The dawn of DevOps inspired teams to break down silos, automate workflows, and better communicate. Simultaneously, APM (Application Performance Management) led the evolution of democratizing metrics monitoring. With that, performance expectations increased and we saw the beginnings of emphasizing the application or front-end user experience. That translated to a more avid focus on response times, error rates and availability.

APM adoption really took off during the big cloud migration. Shifting from monolithic to micro-architected services, teams started to lean on third party cloud providers and also outsource their monitoring too.

Duh! It's All About the End-User Experience

Meanwhile, this set the stage for site reliability engineering (SRE), Google's best kept secret until 2016 when the SRE handbook was published. Created internally for a decade, it was a natural time to introduce SRE principles into the ITIL framework. SRE takes a prescriptive approach to DevOps, with its main mantra being: your key objectives should aim toward user happiness as the end goal.

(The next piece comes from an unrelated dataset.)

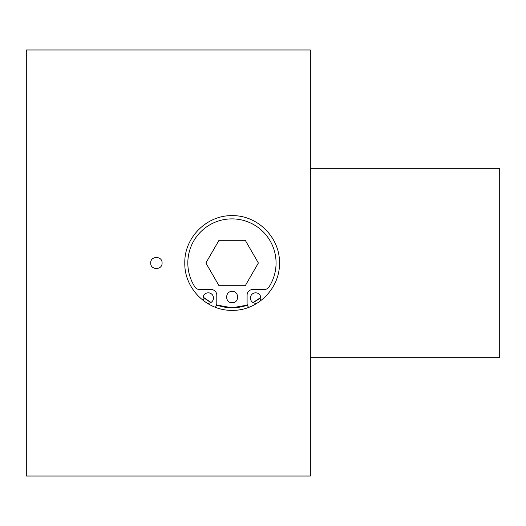 <?xml version="1.0" encoding="UTF-8"?>
<svg xmlns="http://www.w3.org/2000/svg" width="526" height="526" viewBox="0 0 526 526"><rect width="100%" height="100%" fill="white"/><g stroke="black" fill="none" stroke-linecap="round" stroke-linejoin="round"><path stroke-width="0.79" d="M310.34 168.32L499.7 168.32L499.7 357.68L310.34 357.68M184.797 263C184.205 237.62 206.757 215.095 232.091 215.66C257.51 215.101 280.023 237.515 279.477 263C280.062 288.38 257.51 310.905 232.176 310.34C206.764 310.899 184.245 288.485 184.797 263M26.3 476.03L26.3 49.97L310.34 49.97L310.34 476.03L26.3 476.03M150.712 263C150.364 270.318 162.409 270.331 162.074 263C162.416 255.682 150.37 255.669 150.712 263M203.148 297.137L210.985 302.476A44.782 44.782 0 0 1 203.148 297.137M216.567 304.988L231.94 307.782L247.365 305.113A44.782 44.782 0 0 1 216.567 304.988M253.085 302.582L260.784 297.42A44.782 44.782 0 0 1 253.085 302.582M260.771 297.308A44.69 44.69 0 0 1 252.986 302.529M247.332 305.027A44.69 44.69 0 0 1 216.594 304.902M211.077 302.417A44.69 44.69 0 0 1 203.167 297.026M245.254 285.723L258.371 263L245.254 240.277L219.013 240.277L205.896 263L219.013 285.723L245.254 285.723M232.137 291.43C224.852 291.075 224.839 303.081 232.137 302.739C239.429 303.088 239.415 291.075 232.137 291.43M204.101 301.148A5.207 5.207 0 0 1 208.276 292.824A5.207 5.207 0 0 1 213.484 298.032A5.207 5.207 0 0 1 206.902 303.055M259.055 301.937A5.207 5.207 0 0 0 255.616 292.824A5.207 5.207 0 0 0 250.409 298.032A5.207 5.207 0 0 0 257.918 302.7M248.699 307.348A5.681 5.681 0 0 1 247.095 303.39L247.095 295.191A5.681 5.681 0 0 1 252.776 289.51L264.249 289.51A5.681 5.681 0 0 0 269.029 286.907A44.118 44.118 0 0 0 231.946 218.882A44.118 44.118 0 0 0 194.863 286.907A5.681 5.681 0 0 0 199.637 289.51L211.117 289.51A5.681 5.681 0 0 1 216.797 295.191L216.797 303.39A5.681 5.681 0 0 1 215.292 307.243"/></g></svg>
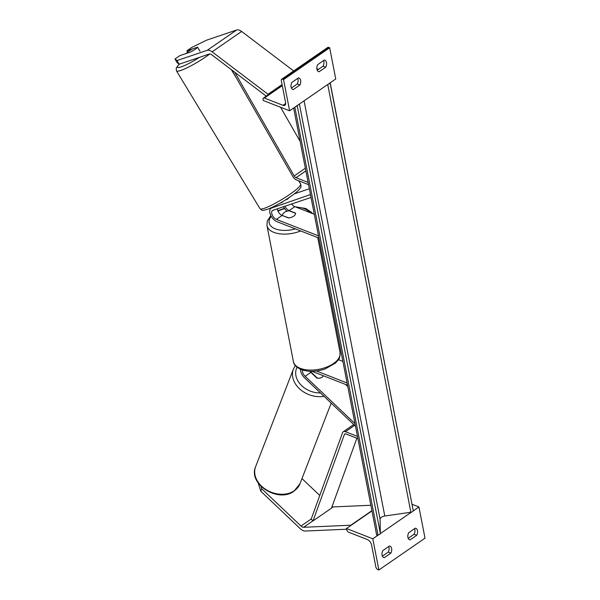 <?xml version="1.0" encoding="UTF-8"?>
<svg xmlns="http://www.w3.org/2000/svg" width="600" height="600" viewBox="0 0 600 600"><rect width="100%" height="100%" fill="white"/><g stroke="black" fill="none" stroke-linecap="round" stroke-linejoin="round"><path stroke-width="0.9" d="M309.87 371.257A5.34 2.902 -124.6 0 0 310.868 372.375L316.92 378.12A6.675 5.228 19.9 0 0 322.043 377.235A6.675 5.228 19.9 0 0 323.407 375.78M300.495 369.27A8.01 4.35 -124.6 0 0 304.582 377.88L355.14 425.88L355.335 425.362M345.577 384.45L347.79 386.55M302.49 370.02A5.34 2.902 -124.6 0 0 305.145 376.32L354.998 423.645M347.528 385.215L311.94 371.295M347.093 382.987L316.433 370.987M342.9 361.395L338.475 359.663M416.715 535.312A5.34 3.495 -68.6 0 0 415.748 528.293A5.34 3.495 -68.6 0 0 415.327 528.173L408.683 532.755A5.34 3.495 111.4 0 0 407.895 537.345A5.34 3.495 111.4 0 0 409.643 539.768A5.34 3.495 111.4 0 0 410.07 539.888L416.715 535.312L414.082 534.278L408.21 538.327M384.232 557.715L390.87 553.132A5.34 3.495 -68.6 0 0 389.91 546.12A5.34 3.495 -68.6 0 0 389.49 545.993L382.845 550.575A5.34 3.495 111.4 0 0 382.058 555.165A5.34 3.495 111.4 0 0 383.805 557.588A5.34 3.495 111.4 0 0 384.232 557.715L383.415 557.393M378.87 570L372.81 538.793L346.478 528.495L346.695 529.605A2.4 1.305 -124.6 0 0 348.78 532.275L367.395 539.558A4.808 2.61 55.4 0 1 371.558 544.898L375.847 566.963A2.4 1.305 -124.6 0 0 377.933 569.632L378.87 570L425.018 538.178L418.95 506.97L412.118 504.3M372.81 538.793L378.615 534.787M380.25 533.655L411.502 512.107M413.138 510.975L418.95 506.97M414.082 534.278A5.34 3.495 111.4 0 0 414.555 528.713M382.373 556.148L388.237 552.097A5.34 3.495 111.4 0 0 388.71 546.533M346.478 528.495L371.962 510.923M390.87 553.132L388.237 552.097M410.07 539.888L409.252 539.572M282.405 215.362A6.675 3.51 169 0 1 289.05 210.78L295.575 213.33A6.675 3.51 169 0 1 288.93 217.913L282.45 215.572M260.918 486.27L261.683 488.722L260.782 491.22L300.082 528.533A8.543 4.643 -124.6 0 0 303.278 530.662A8.543 4.643 -124.6 0 0 305.25 531.037L346.62 529.222M332.01 506.685A4.275 2.317 -124.6 0 0 332.115 506.73A4.275 2.317 -124.6 0 0 333.105 506.918L370.86 505.26M261.683 488.722L300.99 526.035A4.275 2.317 -124.6 0 0 302.587 527.1A4.275 2.317 -124.6 0 0 303.57 527.287L350.835 525.21L371.918 510.675M301.98 478.575L319.77 495.465M260.782 491.22L258.21 483.022M317.31 378.188L317.34 378.097A6.675 5.115 21.2 0 0 322.043 377.235M310.822 372.33L310.935 372.022A6.675 5.115 21.2 0 1 310.98 371.288M317.34 378.097L310.935 372.022M174.983 58.995L177.09 62.67L179.167 64.215L177.06 60.54L174.983 58.995L179.85 55.635L190.613 51.998A6.675 0.855 150.2 0 0 195.36 49.162A6.675 0.855 150.2 0 0 196.913 47.985A6.675 0.968 -31.2 0 0 197.572 47.182L197.632 47.16A6.675 0.855 150.2 0 1 197.603 47.235M177.06 60.54L207.135 50.363A8.543 4.643 55.4 0 1 209.962 50.588A8.543 4.643 55.4 0 1 212.1 51.825L268.02 94.267L282.082 84.57M187.635 52.155L186.863 50.797L191.73 47.445L206.595 40.17L236.67 30A8.543 4.643 55.4 0 1 239.49 30.225A8.543 4.643 55.4 0 1 241.635 31.455L293.663 70.95M179.167 64.215L209.243 54.045A4.275 2.317 55.4 0 1 210.653 54.157A4.275 2.317 55.4 0 1 211.725 54.773L266.212 96.127M267.938 94.935L268.02 94.267M186.863 50.797L192.667 48.84A6.675 0.968 -31.2 0 0 188.34 51.615A6.675 0.968 -31.2 0 0 186.278 53.46M200.032 51.248L197.572 47.182L192.667 48.832M325.718 67.192L319.072 71.767A5.34 3.495 -68.6 0 1 318.653 71.648A5.34 3.495 -68.6 0 1 316.905 69.225A5.34 3.495 -68.6 0 1 317.685 64.635L324.33 60.052A5.34 3.495 111.4 0 1 324.757 60.172A5.34 3.495 111.4 0 1 325.718 67.192L323.085 66.157L317.212 70.207M291.067 87.045A5.34 3.495 -68.6 0 1 291.847 82.455L298.493 77.873A5.34 3.495 111.4 0 1 298.92 77.992A5.34 3.495 111.4 0 1 299.88 85.012L293.235 89.595A5.34 3.495 -68.6 0 1 292.815 89.468A5.34 3.495 -68.6 0 1 291.067 87.045M329.685 47.767L335.752 78.975L289.612 110.797L263.288 100.5L263.07 99.382A2.4 1.305 55.4 0 1 263.4 98.07A2.4 1.305 55.4 0 1 264.375 98.04L282.99 105.323A4.808 2.61 -124.6 0 0 284.94 105.262A4.808 2.61 -124.6 0 0 285.593 102.63L281.303 80.565A2.4 1.305 55.4 0 1 281.632 79.245A2.4 1.305 55.4 0 1 282.608 79.222L283.545 79.59L329.685 47.767L328.748 47.4A2.4 1.305 55.4 0 0 327.772 47.43L281.632 79.245M283.545 79.59L289.612 110.797M323.558 60.593A5.34 3.495 -68.6 0 1 323.085 66.157M291.375 88.028L297.248 83.977A5.34 3.495 -68.6 0 0 297.72 78.412M316.83 68.685L318.48 69.338M299.88 85.012L297.248 83.977M293.235 89.595L292.418 89.273M319.072 71.767L318.255 71.453M288.93 197.7A6.675 0.855 150.2 0 1 286.657 199.68A6.675 0.855 150.2 0 1 286.605 199.718M318.93 238.087L276.81 221.61A8.01 4.35 55.4 0 1 270.623 215.062A8.01 4.35 55.4 0 1 270.968 208.335A8.01 4.35 55.4 0 1 271.567 208.028L310.47 194.558M314.303 214.267L294.832 206.655A5.34 2.902 55.4 0 1 291.675 203.978M284.985 206.235A5.34 2.902 -124.6 0 0 289.118 210.6L295.553 213.12A6.675 3.51 169 0 1 288.54 217.958L282.097 215.438A5.34 2.902 55.4 0 1 277.38 208.808M294.285 193.86L309.345 188.767M318.495 235.86L276.382 219.382A5.34 2.902 55.4 0 1 272.25 215.017A5.34 2.902 55.4 0 1 272.483 210.532A5.34 2.902 55.4 0 1 272.88 210.33L311.025 197.43M282.195 202.373A6.675 0.855 150.2 0 1 281.918 202.522L280.26 203.077M310.252 194.947L310.695 195.712M283.56 206.715A8.01 4.35 -124.6 0 0 286.995 211.23M357.48 436.425L345.413 431.7A5.34 2.902 55.4 0 0 343.245 431.768A5.34 2.902 55.4 0 0 342.585 432.653L311.168 519.158L313.005 520.912L344.43 434.408A2.67 1.448 55.4 0 1 344.76 433.965A2.67 1.448 55.4 0 1 345.84 433.935L357.915 438.653M313.005 520.912L331.462 508.185L356.873 438.248M234.765 72.255L294.188 175.95A2.67 1.448 -124.6 0 0 296.032 177.697L308.108 182.422M231.78 69.99L292.778 176.43A5.34 2.902 -124.6 0 0 296.468 179.925L308.543 184.65M280.575 107.265L300.135 141.382M293.647 108.015L376.665 535.11L377.985 534.923A2.4 1.268 -11 0 0 380.332 533.303L380.085 519.24A4.808 2.527 169 0 1 384.787 516L410.873 512.243A2.4 1.268 -11 0 0 413.22 510.623L330.188 82.815M295.425 106.792A2.4 1.268 -11 0 0 297.06 105.66M328.312 84.113A2.4 1.268 -11 0 0 329.947 82.98M305.145 376.32L310.868 372.375M293.392 361.545A23.768 12.503 -11 0 0 300.3 368.34A23.768 12.503 -11 0 0 326.888 367.013A23.768 12.503 -11 0 0 340.05 352.478C340.065 360.48 337.987 359.685 335.715 362.933L325.028 369.007C316.267 371.85 308.31 372.038 301.17 369.555C296.235 367.2 293.64 364.53 293.392 361.545L266.962 225.562L267.278 221.032L270.847 215.542M300.675 230.947A23.768 12.503 169 0 1 273.862 232.358A23.768 12.503 169 0 1 266.962 225.562M309.548 212.407A21.098 11.1 -11 0 0 304.44 208.748A21.098 11.1 -11 0 0 296.25 207.21M284.678 208.627A21.098 11.1 -11 0 0 278.025 211.192M271.26 216.337A21.098 11.1 -11 0 0 275.28 228.855A21.098 11.1 -11 0 0 295.38 228.877M300.99 526.035L311.235 518.963M303.57 527.287L312.93 520.838M331.53 508.005L333.105 506.918M299.955 483.81L293.858 491.287C278.228 503.107 247.8 484.147 255.63 466.65A23.768 18.218 21.2 0 0 266.017 489.615A23.768 18.218 21.2 0 0 294.218 490.822A23.768 18.218 21.2 0 0 299.955 483.81L331.185 403.14M297.053 367.245A21.098 16.17 21.2 0 0 300.562 384.533A21.098 16.17 21.2 0 0 320.438 392.94M324.007 396.322A23.768 18.218 -158.8 0 1 299.933 389.153A23.768 18.218 -158.8 0 1 293.407 369.075L295.335 365.565M207.135 50.363L236.67 30M212.1 51.825L241.635 31.455M179.145 64.2L176.212 68.062L176.475 70.875A23.768 3.435 -31.2 0 0 188.67 67.012A23.768 3.435 -31.2 0 0 209.362 54.307A23.768 3.435 -31.2 0 0 209.82 53.963M298.665 180.788L300.66 184.08A23.768 3.435 148.8 0 1 292.905 192.15A23.768 3.435 148.8 0 1 272.205 204.855A23.768 3.435 148.8 0 1 260.017 208.71L176.475 70.875M199.567 57.315A21.098 3.045 148.8 0 1 181.163 66.885A21.098 3.045 148.8 0 1 179.317 64.162M282.608 79.222L328.748 47.4M264.375 98.04L282.3 85.672M282.99 105.323L285.683 103.462M271.567 208.028L273.51 206.692M289.118 210.6L294.832 206.655M276.382 219.382L282.097 215.438M345.413 431.7L354.6 425.362M344.43 434.408L345.293 433.815M296.032 177.697L305.873 170.91M294.188 175.95L305.355 168.248M330.075 82.89L413.22 510.623M294.84 107.19L377.985 534.923M297.188 105.57L380.332 533.303M299.385 104.055L380.085 519.24M304.08 100.815L384.787 516M327.728 84.51L410.873 512.243M277.837 210.75L284.438 208.275M295.072 206.752L305.843 208.493L311.632 212.415L312.457 213.548M317.73 237.623L340.05 352.478M255.63 466.65L293.407 369.075M310.575 372.075L310.875 371.288M300.66 184.08C301.237 186.15 301.132 187.477 300.353 188.062C299.077 189.922 296.655 192.157 293.085 194.767C284.407 201.007 276.12 205.763 268.222 209.048C261.157 210.968 262.905 210.862 260.017 208.71M231.3 69.63L236.272 77.828M263.4 98.07L282.188 85.11M270.968 208.335L272.94 206.97M343.245 431.768L353.722 424.537"/></g></svg>

This new practice has inspired a cultural shift for engineering infrastructure teams that I've never quite seen before. What gets me most excited is the data-driven approach to measuring the business value of reliability. I see a lot more non-engineering stakeholders invested in and paying more attention to reliability insights.

Reliability directly impacts both the top-line and bottom line. Customer loyalty, brand, and growth are impacted when a service doesn't deliver predictable reliability. At the same time, when engineers become mired in complex, unstable environments where they have to spend toilsome cycles fixing and band-aiding, it translates to attrition and a significant cost hit to the business.

Reliability: Think Outside the Engineering "Box"

Reliability is categorically a business metric. It encompasses more than product measures, and I believe companies should view it in a more holistic manner. To understand reliability, we need to look at what's happening "on the front lines."

How often do we find out about a performance issue from a customer support ticket?

What type of feedback do we receive from customers?

How's our reputation in the market?

We pose these questions to the Support Team, Customer Success, Marketing, and Sales. In doing so, we actually start to treat reliability as a measure of the health of the business. It's both a leading and lagging indicator.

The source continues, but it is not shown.